The Southern Nevada Water Authority alone plans testimony from more than two dozen witnesses over about three weeks' time to present its case in support of winning the necessary water rights for the project — something it once had in hand but lost a year ago when the Nevada Supreme Court sent the matter back to the state water engineer for the new round of hearings beginning in September.
If the authority secures approval of all the rights it is seeking, the pipeline could end up carrying as much as 65 billion gallons of water from the north to the south on an annual basis. Daily flows would total up to 178 million gallons under that scenario — enough to cover an area the size of nearly 500 football fields with a new foot of water each day.
That's assuming the conflicting interests in the north and south can agree on the length of a day — something the Nevada Division of Water Resources' chief hearing officer wasn't taking for granted at the preconference meeting in a mock courtroom at the National Judicial College on the campus of the University of Nevada, Reno.
"You are all lawyers," Susan Joseph-Taylor said. "You are going to argue what a day means."

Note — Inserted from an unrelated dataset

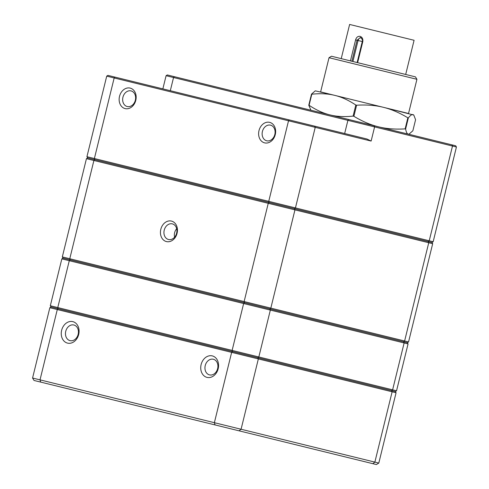 <?xml version="1.0" encoding="UTF-8"?>
<svg xmlns="http://www.w3.org/2000/svg" width="489" height="489" viewBox="0 0 489 489"><rect width="100%" height="100%" fill="white"/><g stroke="black" fill="none" stroke-linecap="round" stroke-linejoin="round"><path stroke-width="0.73" d="M130.172 88.093A10.562 8.38 103.8 0 1 133.436 105.208A10.562 8.38 103.8 0 1 119.347 101.749A10.562 8.38 103.8 0 1 130.172 88.093M269.653 122.354A10.562 8.38 103.8 0 1 272.923 139.469A10.562 8.38 103.8 0 1 258.828 136.009A10.562 8.38 103.8 0 1 269.653 122.354M433.162 241.749L431.946 242.483L432.679 243.699L86.449 158.656L87.665 157.923L431.946 242.483L87.665 157.923L86.932 156.706L433.162 241.749L456.433 147.006L166.095 75.691L162.855 88.876M106.724 76.125L107.941 75.385L366.927 138.998L371.127 141.064L106.724 76.125L86.932 156.706M166.095 75.691L167.311 74.951L455.699 145.783L456.433 147.006M131.058 90.905A8.044 6.381 -76.2 0 0 122.941 97.195A8.044 6.381 -76.2 0 0 127.219 106.529A8.044 6.381 -76.2 0 0 135.337 100.239A8.044 6.381 -76.2 0 0 131.058 90.905M270.539 125.166A8.044 6.381 -76.2 0 0 262.422 131.455A8.044 6.381 -76.2 0 0 266.701 140.789A8.044 6.381 -76.2 0 0 274.818 134.499A8.044 6.381 -76.2 0 0 270.539 125.166M405.687 74.469L414.085 40.281L349.623 24.45L341.224 58.637M357.624 62.665L362.783 41.663C363.162 38.924 362.257 37.152 360.075 36.339C357.887 36.088 356.395 37.274 355.595 39.896L357.062 40.257L360.424 37.464C362.276 38.986 362.893 40.349 362.288 41.541L357.129 62.543M329.024 57.708L416.928 79.304L415.454 76.871L331.456 56.235L329.024 57.708L320.625 91.895L334.849 95.392C341.67 97.036 348.657 100.245 355.815 105.025L353.095 116.101C344.537 117.018 336.854 116.626 330.051 114.927C323.235 113.283 316.242 110.068 309.085 105.294L311.811 94.212C320.362 93.295 328.046 93.686 334.849 95.392L383.266 107.28C391.206 109.2 399.403 112.708 407.85 117.806L405.13 128.882C395.283 129.481 386.396 128.796 378.474 126.816C370.534 124.897 362.337 121.388 353.889 116.296L356.609 105.221C366.457 104.615 375.344 105.306 383.266 107.28L413.78 115.037L415.583 119.701L412.863 130.777L409.097 134.084L408.199 134.12C407.074 133.876 406.212 132.171 405.619 129.004L408.339 117.928C410.332 115.392 411.885 114.279 412.997 114.585L413.78 115.037M405.13 128.882L405.619 129.004M353.095 116.101L353.889 116.296M334.849 95.392L315.264 90.838L311.499 94.139L308.779 105.214L310.943 110.233M308.779 105.214L309.085 105.294M407.85 117.806L408.339 117.928M355.815 105.025L356.609 105.221M311.499 94.139L311.811 94.212M383.266 107.28L408.535 113.491L416.928 79.304M72.806 321.634A11.064 8.778 103.8 0 1 76.229 339.562A11.064 8.778 103.8 0 1 61.467 335.937A11.064 8.778 103.8 0 1 72.806 321.634M212.293 355.894A11.064 8.778 103.8 0 1 215.716 373.822A11.064 8.778 103.8 0 1 200.948 370.197A11.064 8.778 103.8 0 1 212.293 355.894M378.798 463.077L376.365 464.55L215.081 424.935L214.371 422.692L231.645 352.361L49.841 307.709L32.567 378.034L378.798 463.077L396.072 392.753L231.645 352.361L232.477 351.536L395.332 391.536L58.124 308.706L232.477 351.536L232.122 350.411L396.548 390.797L408.064 343.914L61.834 258.87L50.318 305.753L232.122 350.411L243.638 303.528L244.476 302.697L407.331 342.697L70.123 259.873L244.476 302.697L244.121 301.572L408.547 341.958L432.679 243.699M215.081 424.935L34.041 380.466L32.567 378.034M50.318 305.753L51.058 306.97L58.124 308.706L51.058 306.97L49.841 307.709M209.518 374.892A8.044 6.381 -76.2 0 0 217.636 368.602A8.044 6.381 -76.2 0 0 213.357 359.262A8.044 6.381 -76.2 0 0 205.233 365.552A8.044 6.381 -76.2 0 0 209.518 374.892M70.031 340.631A8.044 6.381 -76.2 0 0 78.154 334.342A8.044 6.381 -76.2 0 0 73.87 325.002A8.044 6.381 -76.2 0 0 65.752 331.297A8.044 6.381 -76.2 0 0 70.031 340.631M86.449 158.656L62.317 256.921L63.05 258.137L70.123 259.873L63.05 258.137L61.834 258.87M166.419 241.578A10.562 8.38 103.8 0 1 163.155 224.463A10.562 8.38 103.8 0 1 177.244 227.929A10.562 8.38 103.8 0 1 166.419 241.578M62.317 256.921L244.121 301.572L268.253 203.314L269.091 202.483L268.736 201.358L288.528 120.777L289.36 119.946M168.509 239.5A8.044 6.381 -76.2 0 0 176.627 233.21A8.044 6.381 -76.2 0 0 172.348 223.876A8.044 6.381 -76.2 0 0 164.225 230.166A8.044 6.381 -76.2 0 0 168.509 239.5M176.67 228.718A8.044 6.381 -76.2 0 0 174.634 232.721A8.044 6.381 -76.2 0 0 174.585 237.214M115.007 77.121L114.175 77.953L94.383 158.534L94.738 159.658L93.9 160.49L69.768 258.748L70.123 259.873L69.285 260.704L57.769 307.587L58.124 308.706L57.292 309.537L40.019 379.861L40.728 382.111M314.696 126.168L315.234 127.336L295.442 207.917L294.427 208.705L294.959 209.873L270.827 308.131L269.812 308.92L270.344 310.087L258.828 356.97L257.813 357.759L258.351 358.926L241.077 429.25L239.048 430.821M372.832 463.682L374.861 462.111L392.135 391.787L391.603 390.619L392.618 389.831L404.134 342.948L403.596 341.78L404.611 340.992L428.749 242.733L428.211 241.566L429.226 240.777L452.496 146.034L451.964 144.866M374.067 125.734L374.605 126.902L371.127 141.064M344.659 133.528L347.899 120.343L348.736 119.512M174.384 76.687L173.546 77.519L170.306 90.703M351.909 61.259L357.062 40.257L362.288 41.541M352.905 61.504L358.064 40.508A3.521 2.793 103.8 0 1 360.974 37.69M355.595 39.896L350.436 60.899M408.621 134.224L409.097 134.084M396.548 390.797L395.332 391.536L396.072 392.753M408.547 341.958L407.331 342.697L408.064 343.914"/></g></svg>

They did, for about 10 minutes, before agreeing that a "day" in the context of giving adequate notice on the filing of certain evidence didn't necessarily mean 24 hours. Rather, they decided that a party would serve such notice before the close of business on the previous day.
The 65 billion gallons of water — 200,000 acre feet — would be enough to support 400,000 households a year. However, SNWA officials believe it's more realistic to expect approval of about 120,000 acre feet. An acre foot is the amount of water it takes to cover an acre one foot deep.
SNWA's chief opponent is the Great Basin Water Network, an alliance of mostly conservationists and rural leaders that opposes tapping any of the groundwater in the north to fuel more growth in southern Nevada.
Other critics who will be represented at the fall hearings include the LDS Church, three tribes and a pair of counties each in Nevada and Utah. With the U.S. Forest Service, Bureau of Land Management and others also in the mix, just organizing the evidence with coherent exhibit numbers can be difficult.
Joseph-Taylor opted for a series of acronyms for each party. For example, the water authority's exhibits will be "SNWA#1, SNWA#2, SNWA#3... etc." The Great Basin Water Network will be "GBWN." Lawyers for the LDS Church requested and received "COPB" for Corporation of Presiding Bishops.
Joseph-Taylor initially suggested Utah's Juab County and Millard counties be combined since they are being represented by the same lawyers.
"Utah will be UTAH," she said before they told her they preferred JUAB and MILL. She consented and clarified, "Utah will not be UTAH."
Hank Vogler, an outspoken rancher from Ely who is a member of the Nevada Wildlife Commission, fears the pipeline would mean an end to his sheep business but doubts anyone can stop the project given the water authority's legal arsenal.
"Some of us are going to be collateral damage and be taken out by 1,000 paper cuts," Vogler said. He said his exhibits will feature the acronym NMSC — "Need-More-Sheep Company."
The parties will present their cases during hearings at the Nevada Legislature in Carson City each week day from Sept. 26 to Oct. 14, and then again from Oct. 31 to Nov. 18.
A special hearing for public comment is scheduled Oct. 7. The state water engineer's office will accept written comment through Dec. 2.